Books

17 'Northanger Abbey' Quotes For Book-Lovers

by Julia Seales

Jane Austen created plenty of relatable and amazing characters in her novels, but for book-lovers, Catherine Morland from Northanger Abbey is probably one of the most identifiable. From her love of novels to her insistence that she truly IS a heroine in a dramatic tale, Catherine’s literary inclinations are probably reminiscent of your own, if you love to read — and if you love to read Jane Austen's particularly sassy prose. I know that I’ve been asked on more than one occasion, “You know you’re not actually in a book, right?” And to that I say… No. No, I don’t know that.

Northanger Abbey , in my opinion, is one of Jane Austen’s more underrated works. Naturally, Janeites love Pride and Prejudice , with its sharp wit and romantic storyline. But Northanger Abbey deserves some love too, because it has a heroine we readers can totally understand. Who hasn’t read an exciting novel, been completely caught up in it, and accidentally accused someone in their life of an evil plot? Personally, I always look behind paintings, because I’m convinced one of these days I’ll find a secret safe or a treasure map. Catherine Morland knows: there’s always a story somewhere.

But in Northanger Abbey, Austen gives us more than just a celebration of fangirls and some awesome ideas for tattoos. She points out the importance of stories, and how reading for pleasure is completely admirable. Basically, this book is a love letter — and satire — of novels, executed flawlessly as only Jane can do. Here are some of the best quotes from this treasured book.

"The person, be it gentleman or lady, who has not pleasure in a good novel, must be intolerably stupid."

—Henry Tilney, Northanger Abbey

"If I could not be persuaded into doing what I thought wrong, I will never be tricked into it."

—Catherine Morland, Northanger Abbey

"I am delighted with the book! I should like to spend my whole life in reading it. I assure you, if it had not been to meet you, I would not have come away from it for all the world."

—Catherine Morland, Northanger Abbey

"Where the heart is really attached, I know very well how little one can be pleased with the attention of any body else."

—Isabella Thorpe, Northanger Abbey

"Friendship is certainly the finest balm for the pangs of disappointed love."

—Jane Austen, Northanger Abbey

"From fifteen to seventeen she was in training for a heroine."

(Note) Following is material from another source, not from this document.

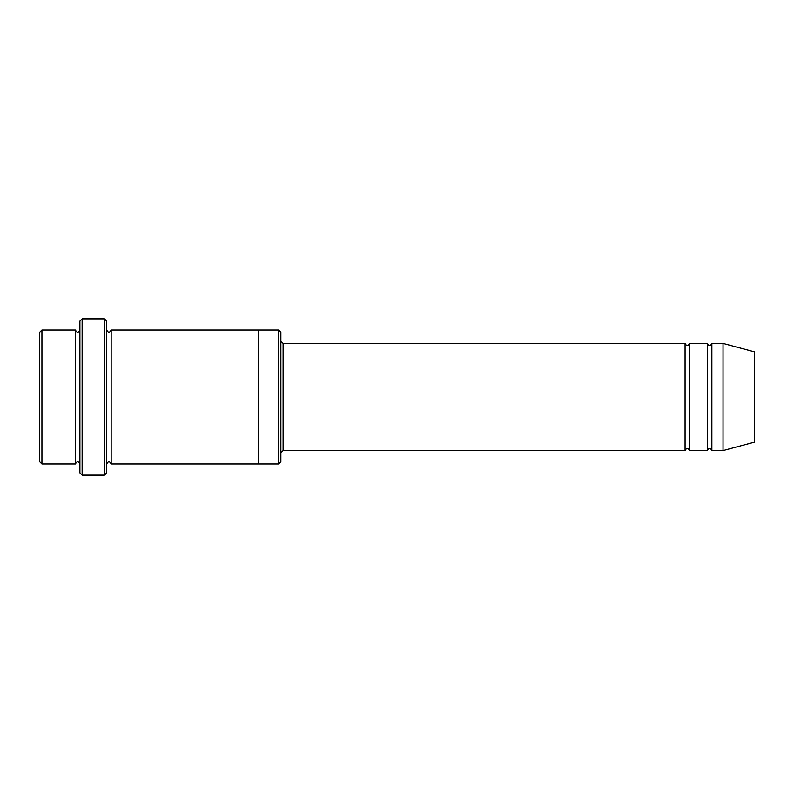 <?xml version="1.0" encoding="UTF-8"?>
<svg xmlns="http://www.w3.org/2000/svg" width="794" height="794" viewBox="0 0 794 794"><rect width="100%" height="100%" fill="white"/><g stroke="black" fill="none" stroke-linecap="round" stroke-linejoin="round"><path stroke-width="1.19" d="M280.877 341.172L283.111 343.405L685.073 343.405L685.073 450.595C686.562 447.717 688.051 447.717 689.539 450.595L707.404 450.595C708.893 447.717 710.382 447.717 711.871 450.595L711.871 343.405L723.036 343.405L723.036 450.595L711.871 450.595M689.539 450.595L689.539 343.405L707.404 343.405L707.404 450.595M280.877 332.239L280.877 461.761L278.644 463.994L278.644 330.006L280.877 332.239M79.896 330.006C78.407 332.885 76.919 332.885 75.43 330.006L75.43 463.994C76.919 461.116 78.407 461.116 79.896 463.994M41.933 330.006L39.7 332.239L39.7 461.761L41.933 463.994L41.933 330.006L75.43 330.006M41.933 463.994L75.43 463.994M723.036 450.595L754.3 442.218L754.3 351.782L723.036 343.405M104.461 318.841L106.694 321.074L106.694 472.926L104.461 475.159L82.129 475.159L82.129 318.841L104.461 318.841L104.461 475.159M106.694 463.994C108.183 461.116 109.671 461.116 111.16 463.994L111.16 330.006C109.671 332.885 108.183 332.885 106.694 330.006M82.129 475.159L79.896 472.926L79.896 321.074L82.129 318.841M111.16 463.994L278.644 463.994M258.546 463.994L258.546 330.006L278.644 330.006M283.111 343.405L283.111 450.595L685.073 450.595M711.871 343.405C710.382 346.283 708.893 346.283 707.404 343.405M689.539 343.405C688.051 346.283 686.562 346.283 685.073 343.405M111.16 330.006L258.546 330.006M283.111 450.595L280.877 452.828"/></g></svg>

—Jane Austen, Northanger Abbey

"What one means one day, you know, one may not mean the next. Circumstances change, opinions alter."

—Isabella Thorpe, Northanger Abbey

"Beware how you give your heart."

—James Morland, Northanger Abbey

"There is nothing I would not do for those who are really my friends. I have no notion of loving people by halves, it is not my nature."

—Isabella Thorpe, Northanger Abbey

"It is so delightful to have an evening now and then to oneself."

—Isabella Thorpe, Northanger Abbey

"If a rainy morning deprived them of other enjoyments, they were still resolute in meeting in defiance of wet and dirt, and shut themselves up, to read novels together."

—Jane Austen, Northanger Abbey

"As for admiration, it was always very welcome when it came, but she did not depend on it."

—Jane Austen, Northanger Abbey

"Woman is fine for her own satisfaction alone."

—Jane Austen, Northanger Abbey

"Strange things may be generally accounted for if their cause be fairly searched out."

—Jane Austen, Northanger Abbey

"Wherever you are you should always be contented, but especially at home, because there you must spend the most of your time."

—Mrs. Morland, Northanger Abbey

"If adventures will not befall a young lady in her own village, she must seek them abroad."

—Jane Austen, Northanger Abbey

"And what are you reading, Miss — ?”

"Oh! It is only a novel!” replies the young lady, while she lays down her book with affected indifference, or momentary shame. “It is only Cecilia, or Camilla, or Belinda”; or, in short, only some work in which the greatest powers of the mind are displayed, in which the most thorough knowledge of human nature, the happiest delineation of its varieties, the liveliest effusions of wit and humour, are conveyed to the world in the best–chosen language."